# Liftable debris tarp



## vandiesel99 (Aug 18, 2010)

Looking for a good way to move stump grinding, firewood waste, raked debris. I thought I saw some sort of liftable debris tarp in the Sherrill Tree cataloguebut failed to find it recently. Anybody use one of these or could point me in the right direction? I found some for roofers thru searches, but are a lil pricey.


----------



## Koa Man (Aug 19, 2010)

I use Rubbermaid Brute trash cans. If the stuff I load it with is too heavy to carry, I use a hand truck with air filled tires to move it. I don't like tarps, especially if it is even a little windy. Our normal trade winds are 15 mph. That will blow the tarp and all the leaves you put on it all over the place. Leaves won't fly out of a trash can, even in 30 mph winds.


----------



## Grace Tree (Aug 19, 2010)

I use the 8x8' debris tarps from Wespur for cleaning up sawdust and fine sweepings. Basically in place of a wheel barrow. Either drag or gather up the handles with a short web strap and lift them with my mini skid. They've held up well.
Phil
8’ x 8’ Brush Tarp
8’ x 8’ Brush Tarp with Handles
$39.00 Item # uti119

Mesh tarp made of woven UV resistant PVC-coated polyester. Six handles make it great for loading up and transporting brush. Edges are heat sealed and grommet ed with brass grommets on each corner and all sides at 2’ intervals. Works will for lightweight to rugged materials and handles great even in extreme conditions. Resists water, mildew, and rot, excellent durability.


----------



## treevet (Aug 19, 2010)

Best way to clean up a big stump or many stumps is a mini skid with the big bucket into a dump trailer imo.


----------



## John Paul Sanborn (Aug 19, 2010)

*Dump bottom? kinda cool!*








The average price per unit of a standard model MonstaBag® is $US 130. However, actual prices vary depending on several factors including the

* number of bulk bags ordered and
* the nature and type of modifications requested for customizing bags.


If your company needs safe, efficient and affordable debris removal bags, feel free to contact [email protected] or call 888 635-5570 and ask for MonstaBag® the only dump-bottom debris removal bulk bag on the market that helps streamline the process of debris collection and is affordable enough to help lower your operating costs.


----------



## Blakesmaster (Aug 19, 2010)

John Paul Sanborn said:


> The average price per unit of a standard model MonstaBag® is $US 130. However, actual prices vary depending on several factors including the
> 
> * number of bulk bags ordered and
> * the nature and type of modifications requested for customizing bags.
> ...



That looks like it be the cat's ass for backyard crane work.


----------



## treevet (Aug 19, 2010)

I had this fabricated for my crane about 6 or 7 years ago.
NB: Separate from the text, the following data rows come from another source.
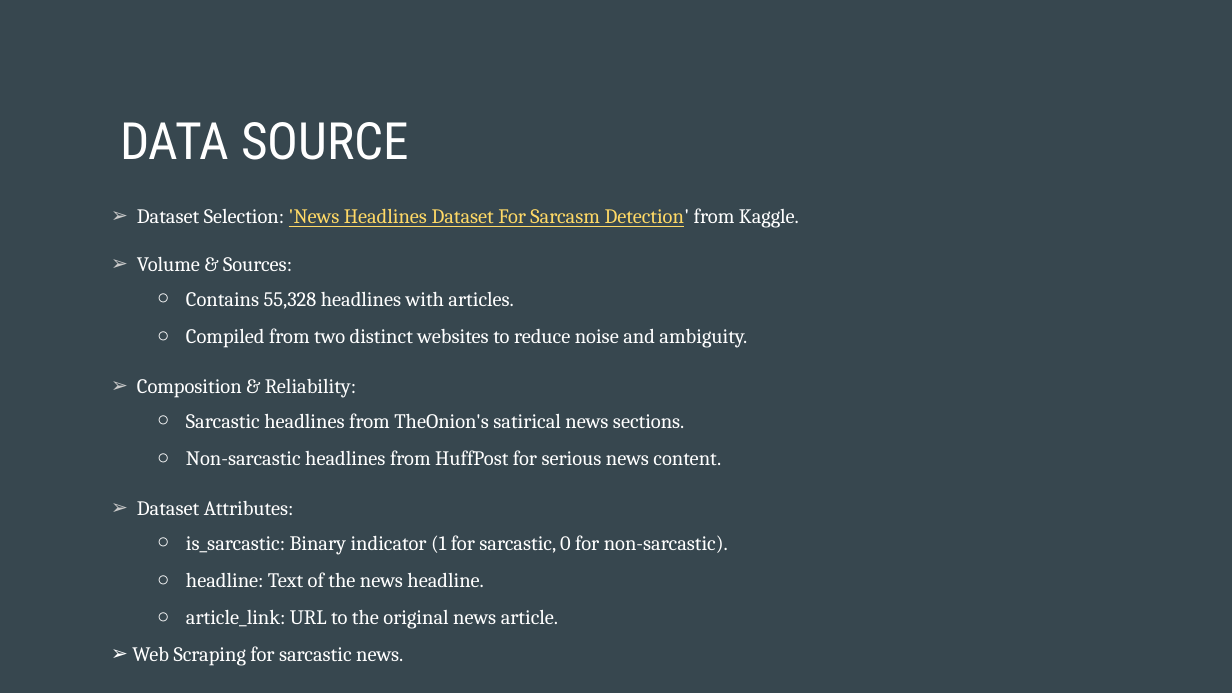
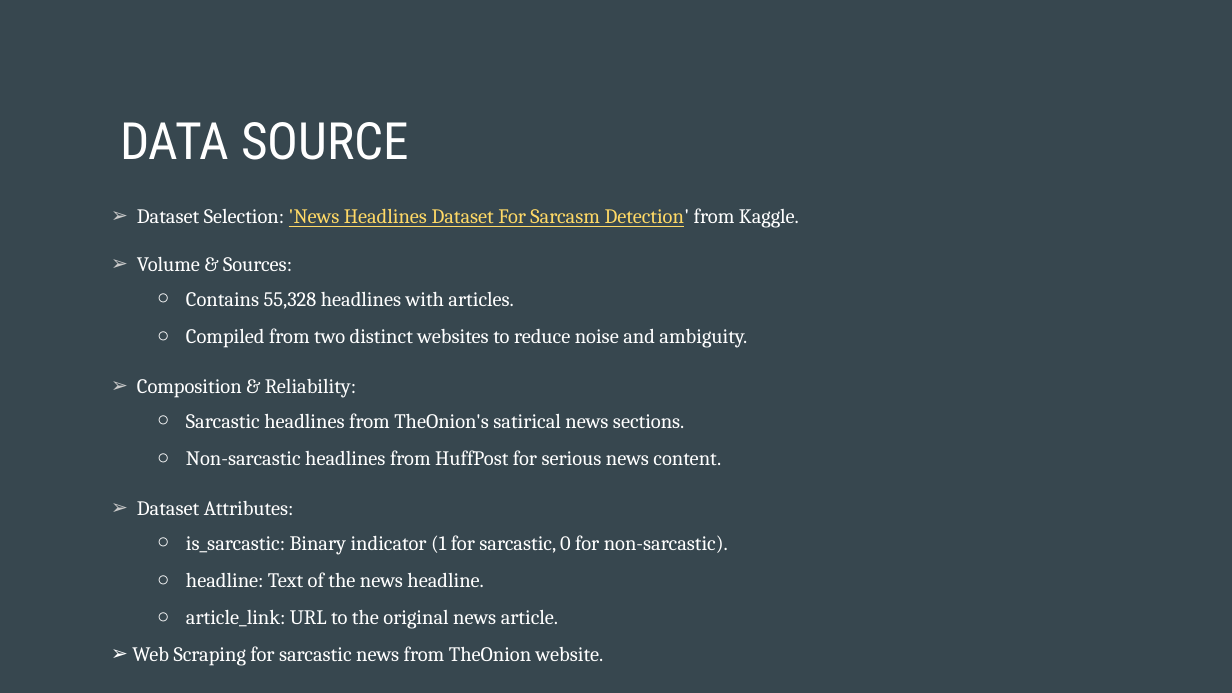
Before and after one commit to tanmayk26/FinalProject-Group6, a slide deck: slide 3 of Final-Group-Presentation/Final-Group-Presentation.pptx. Drawn at 1232x693 pixels with LibreOffice and Linux fonts; fonts in the diff are those of the drawing. Boxes give left, top, right and bottom in pixels: in the first picture for what was removed or moved away, otherwise in the second. Text is boxed around its words. In the diff, an @@ line names an element or a change of style, - is before the commit and + after.

```diff
--- a/Final-Group-Presentation/Final-Group-Presentation.pptx
+++ b/Final-Group-Presentation/Final-Group-Presentation.pptx
@@ text at box(132, 646, 604, 666): text changed @@
-➢ Web Scraping for sarcastic news.
+➢ Web Scraping for sarcastic news from TheOnion website.
```
Also in this commit, not shown: 7 other slides changed, 1 other file.
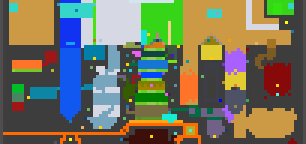
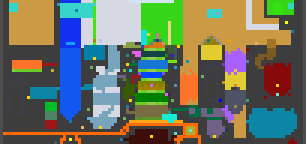
Layered file, before and after one edit (306 x 144). Changes by layer:
painted on "biome_map.png" over [left=9, top=51, right=297, bottom=138]
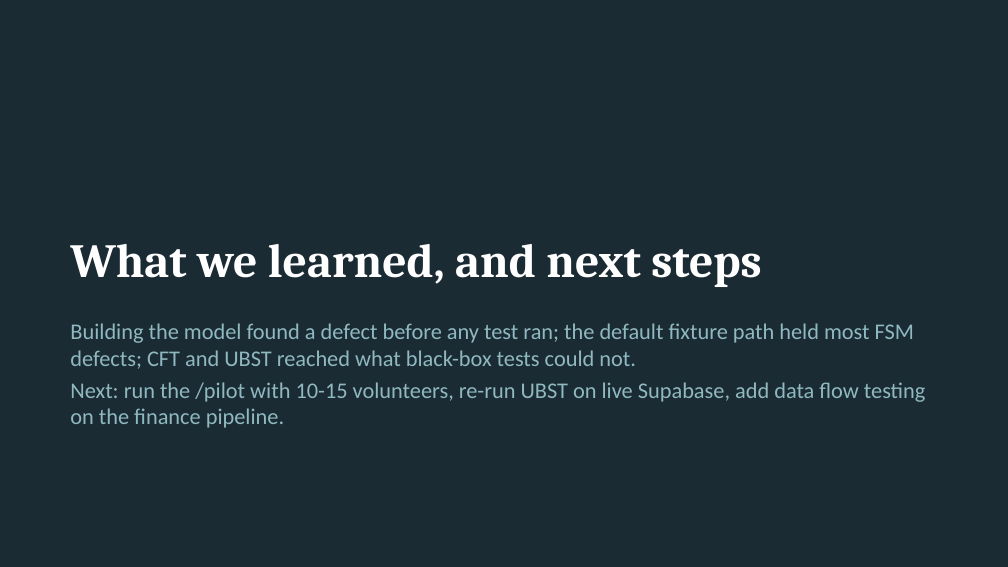
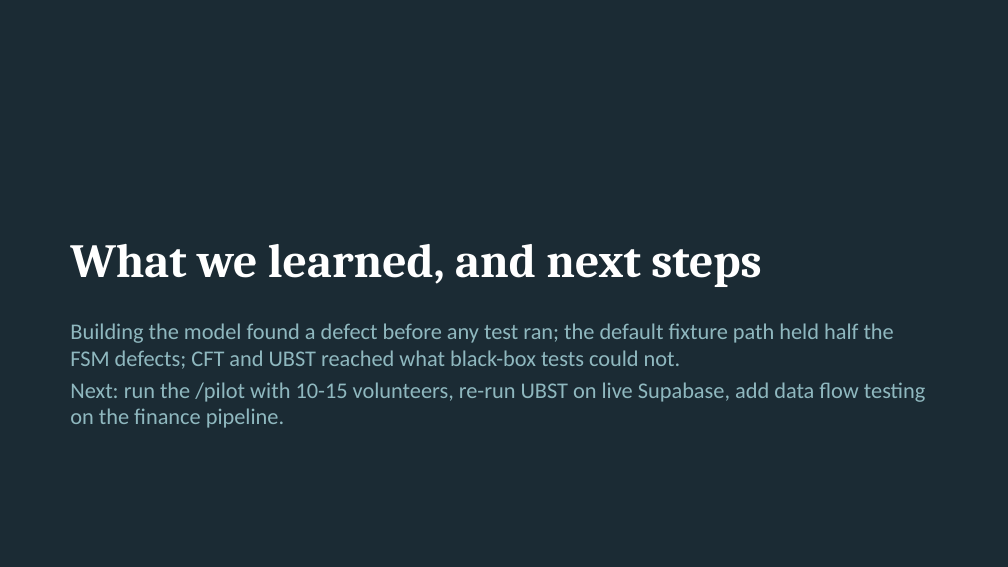
Before and after one commit to JaydenManyrath/Perch, a slide deck: slide 15 of docs/testing/demo/Perch_Testing_Demo.pptx. Drawn at 1008x567 pixels with LibreOffice and Linux fonts; fonts in the diff are those of the drawing. Boxes give left, top, right and bottom in pixels: in the first picture for what was removed or moved away, otherwise in the second. Text is boxed around its words. In the diff, an @@ line names an element or a change of style, - is before the commit and + after.

Commit message:
Add defect table, plain-language concepts and study plan to the demo prep sheet
Also corrects two overstated claims (half of the FSM defects were in the
fixture path; half of all defects were Checking) in the report, analysis
and slide 15.

```diff
--- a/docs/testing/demo/Perch_Testing_Demo.pptx
+++ b/docs/testing/demo/Perch_Testing_Demo.pptx
@@ text at (x1=70, y1=323, x2=894, y2=369): text changed @@
-Building the model found a defect before any test ran; the default fixture path held most FSM defects; CFT and UBST reached what black-box tests could not.
+Building the model found a defect before any test ran; the default fixture path held half the FSM defects; CFT and UBST reached what black-box tests could not.
```
Also in this commit, not shown: 7 other files.

It dumps better in the dump trailer or my other dump trucks as we got reduced removable sides for Dingo loading of logs. It can easily handle over a half cord of wood or grindings or debris or whatever. We use it all the time esp. during firewood delivery.

Not pasting but I will post in next post.


----------



## treevet (Aug 19, 2010)

here it is I hope..

http://www.youtube.com/watch?v=S4P1EYT4s7c


----------



## John Paul Sanborn (Aug 20, 2010)

Blakesmaster said:


> That looks like it be the cat's ass for backyard crane work.



I'm sure you can get them designed so that a skid-steer and clam truck can handle them too.


----------



## M.D. Vaden (Aug 22, 2010)

vandiesel99 said:


> Looking for a good way to move stump grinding, firewood waste, raked debris. I thought I saw some sort of liftable debris tarp in the Sherrill Tree cataloguebut failed to find it recently. Anybody use one of these or could point me in the right direction? I found some for roofers thru searches, but are a lil pricey.



Liftable in what fashion? To be lifted by a machine, person, or group of people?

Do you like the tarp idea because they collapse small?


----------



## turnkey4099 (Aug 22, 2010)

Koa Man said:


> I use Rubbermaid Brute trash cans. If the stuff I load it with is too heavy to carry, I use a hand truck with air filled tires to move it. I don't like tarps, especially if it is even a little windy. Our normal trade winds are 15 mph. That will blow the tarp and all the leaves you put on it all over the place. Leaves won't fly out of a trash can, even in 30 mph winds.



Thanks for that. I was jsut thinking the other day while I was carring rake loads of straw/twigs out of a famers field that there had to be a better way. Rubbermade it is. Considered the tarp totes but didn't like the idea - too clumsy.

Harry K


----------



## colt044 (Aug 22, 2010)

go to your local sign company and get there old vinyl tearoffs. they give em to me for free way stronger than tarps and bigger, Ive got several 14x48. never lifted with a crane but Im sure you could make it work


----------